Problem statement -
Transcribe the records below word for word, leaving every picture out.

Records for the task -

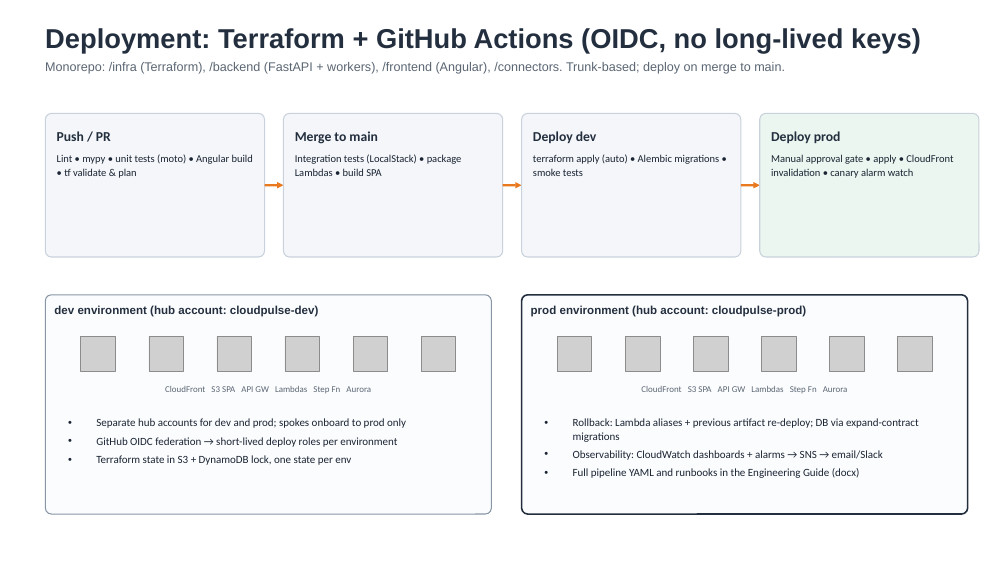
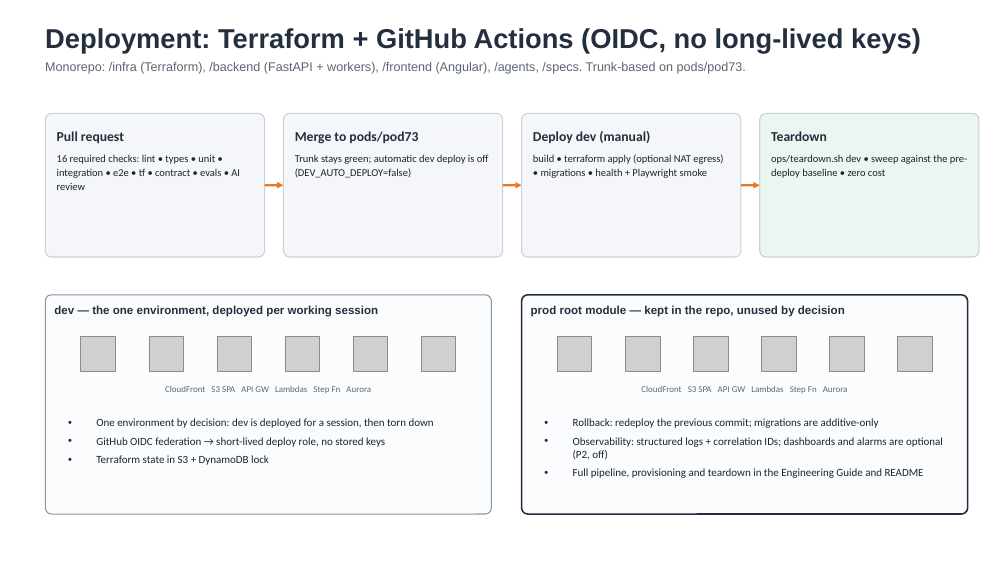
Before and after one commit to SumanKanrar-IEM/CloudPulse-AI, a slide deck: slide 6 of docs/CloudPulse-AI_Architecture.pptx. Drawn at 1008x567 pixels with LibreOffice and Linux fonts; fonts in the diff are those of the drawing; grey boxes stand for pictures. Boxes give left, top, right and bottom in pixels: in the first picture for what was removed or moved away, otherwise in the second. Text is boxed around its words. In the diff, an @@ line names an element or a change of style, - is before the commit and + after.

```diff
--- a/docs/CloudPulse-AI_Architecture.pptx
+++ b/docs/CloudPulse-AI_Architecture.pptx
@@ text at <box>45,62,746,74</box>: text changed @@
-Monorepo: /infra (Terraform), /backend (FastAPI + workers), /frontend (Angular), /connectors. Trunk-based; deploy on merge to main.
+Monorepo: /infra (Terraform), /backend (FastAPI + workers), /frontend (Angular), /agents, /specs. Trunk-based on pods/pod73.
@@ text at <box>57,131,124,143</box>: text changed @@
-Push / PR
+Pull request
@@ text at <box>295,131,418,144</box>: text changed @@
-Merge to main
+Merge to pods/pod73
@@ text at <box>533,131,650,143</box>: text changed @@
-Deploy dev
+Deploy dev (manual)
@@ text at <box>771,131,827,141</box>: text changed @@
-Deploy prod
+Teardown
@@ text at <box>57,154,240,190</box>: text changed @@
-Lint • mypy • unit tests (moto) • Angular build • tf validate & plan
+16 required checks: lint • types • unit • integration • e2e • tf • contract • evals • AI review
@@ text at <box>295,154,489,178</box>: text changed @@
-Integration tests (LocalStack) • package Lambdas • build SPA
+Trunk stays green; automatic dev deploy is off (DEV_AUTO_DEPLOY=false)
@@ text at <box>533,154,723,178</box>: text changed @@
-terraform apply (auto) • Alembic migrations • smoke tests
+build • terraform apply (optional NAT egress) • migrations • health + Playwright smoke
@@ text at <box>771,154,967,178</box>: text changed @@
-Manual approval gate • apply • CloudFront invalidation • canary alarm watch
+ops/teardown.sh dev • sweep against the pre-deploy baseline • zero cost
@@ text at <box>54,305,378,317</box>: text changed @@
-dev environment (hub account: cloudpulse-dev)
+dev — the one environment, deployed per working session
@@ text at <box>531,305,845,317</box>: text changed @@
-prod environment (hub account: cloudpulse-prod)
+prod root module — kept in the repo, unused by decision
@@ text at <box>96,418,434,465</box>: text changed @@
-• Separate hub accounts for dev and prod; spokes onboard to prod only
-• GitHub OIDC federation → short-lived deploy roles per environment
-• Terraform state in S3 + DynamoDB lock, one state per env
+• One environment by decision: dev is deployed for a session, then torn down
+• GitHub OIDC federation → short-lived deploy role, no stored keys
+• Terraform state in S3 + DynamoDB lock
@@ text at <box>573,418,943,478</box>: text changed @@
-• Rollback: Lambda aliases + previous artifact re-deploy; DB via expand-contract migrations
-• Observability: CloudWatch dashboards + alarms → SNS → email/Slack
-• Full pipeline YAML and runbooks in the Engineering Guide (docx)
+• Rollback: redeploy the previous commit; migrations are additive-only
+• Observability: structured logs + correlation IDs; dashboards and alarms are optional (P2, off)
+• Full pipeline, provisioning and teardown in the Engineering Guide and README
```
Also in this commit, not shown: 5 other slides changed, 7 other files.

Final answer -
Before and after one commit to SumanKanrar-IEM/CloudPulse-AI, a slide deck: slide 6 of docs/CloudPulse-AI_Architecture.pptx. Drawn at 1008x567 pixels with LibreOffice and Linux fonts; fonts in the diff are those of the drawing; grey boxes stand for pictures. Boxes give left, top, right and bottom in pixels: in the first picture for what was removed or moved away, otherwise in the second. Text is boxed around its words. In the diff, an @@ line names an element or a change of style, - is before the commit and + after.

```diff
--- a/docs/CloudPulse-AI_Architecture.pptx
+++ b/docs/CloudPulse-AI_Architecture.pptx
@@ text at <box>45,62,746,74</box>: text changed @@
-Monorepo: /infra (Terraform), /backend (FastAPI + workers), /frontend (Angular), /connectors. Trunk-based; deploy on merge to main.
+Monorepo: /infra (Terraform), /backend (FastAPI + workers), /frontend (Angular), /agents, /specs. Trunk-based on pods/pod73.
@@ text at <box>57,131,124,143</box>: text changed @@
-Push / PR
+Pull request
@@ text at <box>295,131,418,144</box>: text changed @@
-Merge to main
+Merge to pods/pod73
@@ text at <box>533,131,650,143</box>: text changed @@
-Deploy dev
+Deploy dev (manual)
@@ text at <box>771,131,827,141</box>: text changed @@
-Deploy prod
+Teardown
@@ text at <box>57,154,240,190</box>: text changed @@
-Lint • mypy • unit tests (moto) • Angular build • tf validate & plan
+16 required checks: lint • types • unit • integration • e2e • tf • contract • evals • AI review
@@ text at <box>295,154,489,178</box>: text changed @@
-Integration tests (LocalStack) • package Lambdas • build SPA
+Trunk stays green; automatic dev deploy is off (DEV_AUTO_DEPLOY=false)
@@ text at <box>533,154,723,178</box>: text changed @@
-terraform apply (auto) • Alembic migrations • smoke tests
+build • terraform apply (optional NAT egress) • migrations • health + Playwright smoke
@@ text at <box>771,154,967,178</box>: text changed @@
-Manual approval gate • apply • CloudFront invalidation • canary alarm watch
+ops/teardown.sh dev • sweep against the pre-deploy baseline • zero cost
@@ text at <box>54,305,378,317</box>: text changed @@
-dev environment (hub account: cloudpulse-dev)
+dev — the one environment, deployed per working session
@@ text at <box>531,305,845,317</box>: text changed @@
-prod environment (hub account: cloudpulse-prod)
+prod root module — kept in the repo, unused by decision
@@ text at <box>96,418,434,465</box>: text changed @@
-• Separate hub accounts for dev and prod; spokes onboard to prod only
-• GitHub OIDC federation → short-lived deploy roles per environment
-• Terraform state in S3 + DynamoDB lock, one state per env
+• One environment by decision: dev is deployed for a session, then torn down
+• GitHub OIDC federation → short-lived deploy role, no stored keys
+• Terraform state in S3 + DynamoDB lock
@@ text at <box>573,418,943,478</box>: text changed @@
-• Rollback: Lambda aliases + previous artifact re-deploy; DB via expand-contract migrations
-• Observability: CloudWatch dashboards + alarms → SNS → email/Slack
-• Full pipeline YAML and runbooks in the Engineering Guide (docx)
+• Rollback: redeploy the previous commit; migrations are additive-only
+• Observability: structured logs + correlation IDs; dashboards and alarms are optional (P2, off)
+• Full pipeline, provisioning and teardown in the Engineering Guide and README
```
Also in this commit, not shown: 5 other slides changed, 7 other files.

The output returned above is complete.